ただ手に手を重ね、絡んだ指が時折どちらからともなく悪戯に動いて相手の手をゆっくりとなぞった。それだけでも、家に帰って次に行うことの想像がついてしまう。
そのまま握った手を引かれて亜子の家に戻り、旦那様が鍵を開けて中に入った。
自動で玄関の電気がついてしまい、とたんに恥ずかしくなって顔を伏せる。きっと今の自分の顔は、ひどくだらしないに違いない。
「亜子……こっちを向いて」
イヤイヤと首を振ると、じりじりと壁際に追い詰められてゆく。とうとう背中と壁がくっついて、彼の両手が亜子の身体の両側を塞ぐと、もう一度彼は同じことを言った。
「亜子、こっちを向いて」
「でも……っ」
「いいから。今すぐ亜子とキスがしたい。僕を見て」
直接的な言葉に腰の奥で何かが響いた。
やはり彼は権力者だ。有無を言わせない言葉遣いは、亜子から自由を奪ってゆく。熱に浮かされた身体は旦那様の思いのままで、亜子は目に涙を溜めながら顔を上げた。
「いい子だね、亜子。亜子もキスがしたい?」
「え、あ……」
「したいなら、亜子はもうどうすればいいのか知ってるよね。……教えた通りに、してごらん」
顔を上げればキスされると思っていたのに、男は甘い口調で、教師のように教えを説いた。その目はやはり優しいが、頬は少し赤らんで、唇は美味しそうに濡れている。

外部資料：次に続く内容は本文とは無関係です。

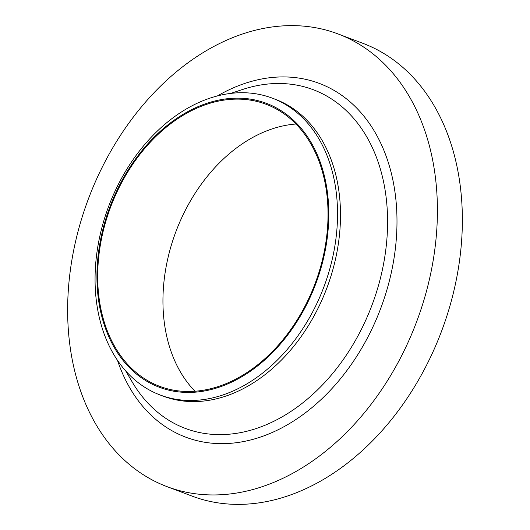 <?xml version="1.0" encoding="UTF-8"?>
<svg xmlns="http://www.w3.org/2000/svg" width="530" height="530" viewBox="0 0 530 530"><rect width="100%" height="100%" fill="white"/><g stroke="black" fill="none" stroke-linecap="round" stroke-linejoin="round"><path stroke-width="0.79" d="M117.726 188.74A151.726 109.876 110.7 0 1 279.118 109.452A151.726 109.876 110.7 0 1 307.996 301.855A151.726 109.876 110.7 0 1 146.605 381.143A151.726 109.876 110.7 0 1 117.726 188.74M116.812 187.454A158.669 114.904 110.7 0 1 272.38 98.176A158.669 114.904 110.7 0 1 315.787 305.744A158.669 114.904 110.7 0 1 160.212 395.022A158.669 114.904 110.7 0 1 116.812 187.454M272.38 98.176L275.342 99.295A158.669 114.904 110.7 0 1 318.749 306.863A158.669 114.904 110.7 0 1 163.174 396.142L160.212 395.022M100.806 170.09A241.965 175.225 110.7 0 1 338.054 33.94A241.965 175.225 110.7 0 1 404.244 350.482A241.965 175.225 110.7 0 1 166.996 486.633A241.965 175.225 110.7 0 1 100.806 170.09M338.054 33.94L363.004 43.367A241.965 175.225 110.7 0 1 429.194 359.91A241.965 175.225 110.7 0 1 191.946 496.06L166.996 486.633M195 391.239A150.732 109.153 110.7 0 1 183.605 213.769A150.732 109.153 110.7 0 1 295.978 124.013M307.373 301.484A150.732 109.153 110.7 0 1 159.583 386.304A150.732 109.153 110.7 0 1 118.349 189.111A150.732 109.153 110.7 0 1 266.139 104.297A150.732 109.153 110.7 0 1 307.373 301.484M125.762 370.993L132.116 381.832A181.028 131.095 -69.3 0 0 362.772 326.533A181.028 131.095 -69.3 0 0 370.291 143.392A181.028 131.095 -69.3 0 0 242.588 89.484L230.656 93.412M217.406 95.93A189.071 136.919 110.7 0 1 371.431 126.491A189.071 136.919 110.7 0 1 371.073 330.766A189.071 136.919 110.7 0 1 234.876 442.888A189.071 136.919 110.7 0 1 117.494 360.347"/></g></svg>

どちらのものか分からないシャンパンの匂いで、二人は淫らに酩酊していた。
亜子はもうたまらなかった。
夕方、彼に教えられた通り舌を出した。そうすればキスがもらえると、亜子は分かっている。
期待と緊張に震える舌を見て、ふ、と旦那様が吐息でいやらしく笑った。
「よくできました」
「あ、んっう、うん……!」
舌に噛み付くような乱暴なキスに、じゅるじゅると唾液が溜まって飲み込む。頭と腰をしっかり抱えられているから、亜子は旦那様に身を任せてただ唇を貪った。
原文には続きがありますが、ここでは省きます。